Blog/Gen AI/Smarter AI Queries: How Snowflake Is Raising the Bar on Quality and Efficiency
MAY 28, 2026/14 min readGen AI

Smarter AI Queries: How Snowflake Is Raising the Bar on Quality and Efficiency

Most of the data that drives business decisions (support tickets, product reviews, contracts, survey responses) is unstructured text that traditional SQL cannot reason about. Snowflake Cortex AI Functions changes that by bringing LLM reasoning directly into SQL. A single query can filter, classify or summarize millions of rows of text without building a custom ML pipeline.

Adoption has been fast, and teams are now running Cortex AI Functions in production pipelines that process hundreds of millions of rows on a daily schedule. That volume is a sign that the approach works, but it also raises two questions that every team running AI at scale needs to answer:

  1. How do you know the output is correct? LLMs hallucinate, and analyses can contain claims that the data does not support.
  2. How do you make AI efficient enough to run at scale?
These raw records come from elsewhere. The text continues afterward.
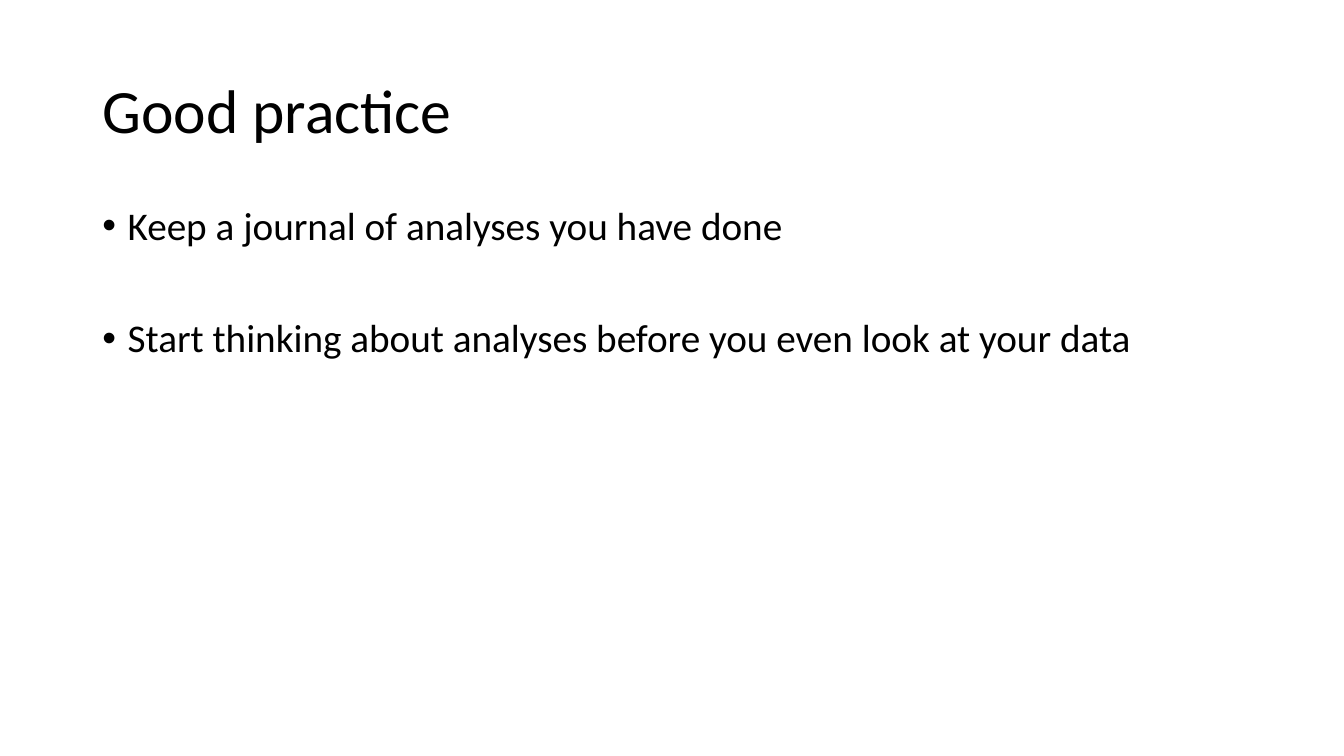
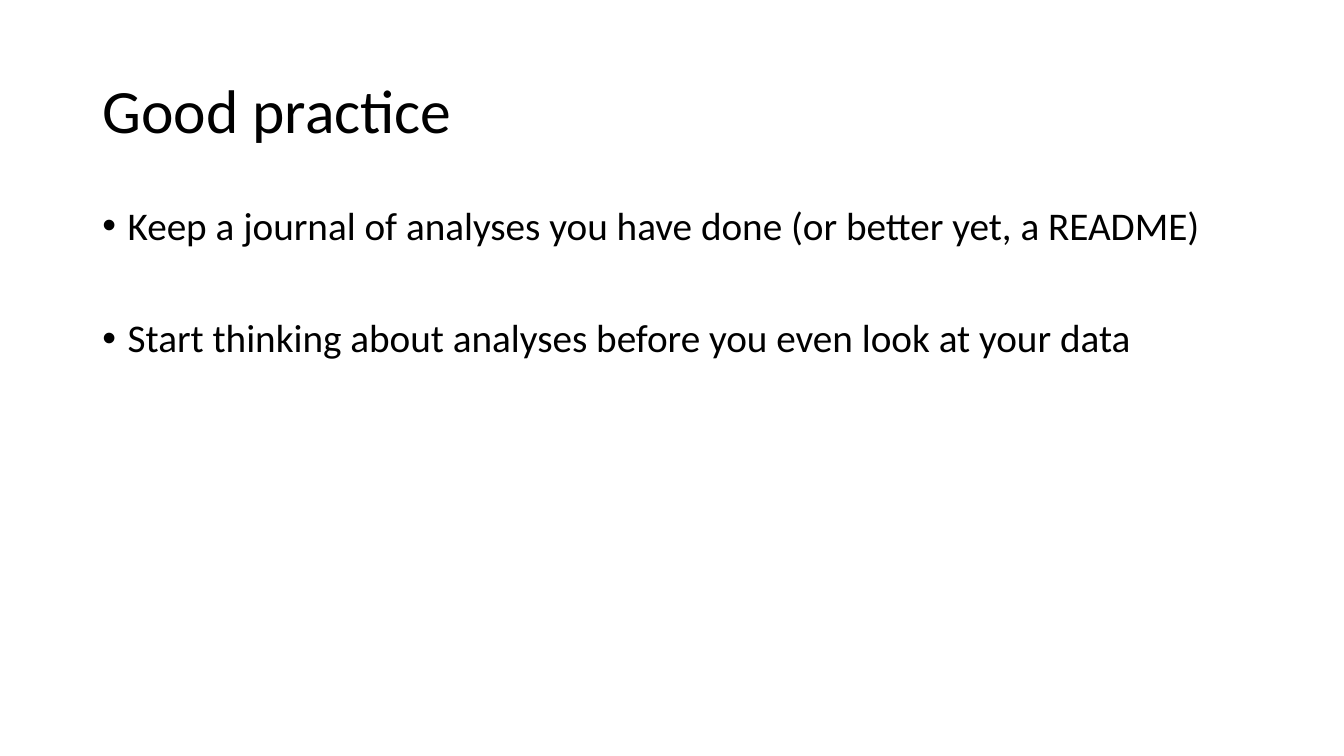
Before and after one commit to VTQuantMethodsEEB/klangwig, a slide deck: slide 45 of lectures/week_4_philosophy/le4_statistical_philosophy.pptx (slide 47 before the commit). Drawn at 1344x756 pixels with LibreOffice and Linux fonts; fonts in the diff are those of the drawing. Boxes give left, top, right and bottom in pixels: in the first picture for what was removed or moved away, otherwise in the second. Text is boxed around its words. In the diff, an @@ line names an element or a change of style, - is before the commit and + after.

```diff
--- a/lectures/week_4_philosophy/le4_statistical_philosophy.pptx
+++ b/lectures/week_4_philosophy/le4_statistical_philosophy.pptx
@@ text at box(128, 211, 1199, 247): text changed @@
-• Keep a journal of analyses you have done
+• Keep a journal of analyses you have done (or better yet, a README)
```
Also in this commit, not shown: 2 slides removed, 39 other files.

LLM inference is resource-intensive, and overhead grows linearly with table size unless you reduce the number of calls.

Over the past year, the Snowflake AI Research team has been working with researchers at Brown University, UC Los Angeles, University of Chicago and UC Santa Barbara to address both. The result is five papers that push the state of the art on Cortex AI Functions quality and efficiency, and that shapes how we build the product:

  1. Perfect classification accuracy at 3.2x lower cost when verifying benchmark claims from AI-generated summaries of real customer review data. (Evergreen)
  2. A new benchmark that tests analytical correctness, not just pipeline execution, exposing how small early errors cascade into wrong conclusions across enterprise analytics tasks. (AvalancheBench)
  3. Maximizing semantic ranking accuracy across compute budgets by dynamically selecting the near-optimal ranking strategy. (Semantic ORDER BY)
  4. Up to 19x reduction in AI query overhead by learning smarter filter evaluation order in real time, while maintaining the same accuracy, when compared to Palimpzest and Quest.
  5. 95%+ accuracy across every data set tested by routing easy rows through a faster, smaller model and escalating only uncertain cases to the full LLM. (Streaming Model Cascades)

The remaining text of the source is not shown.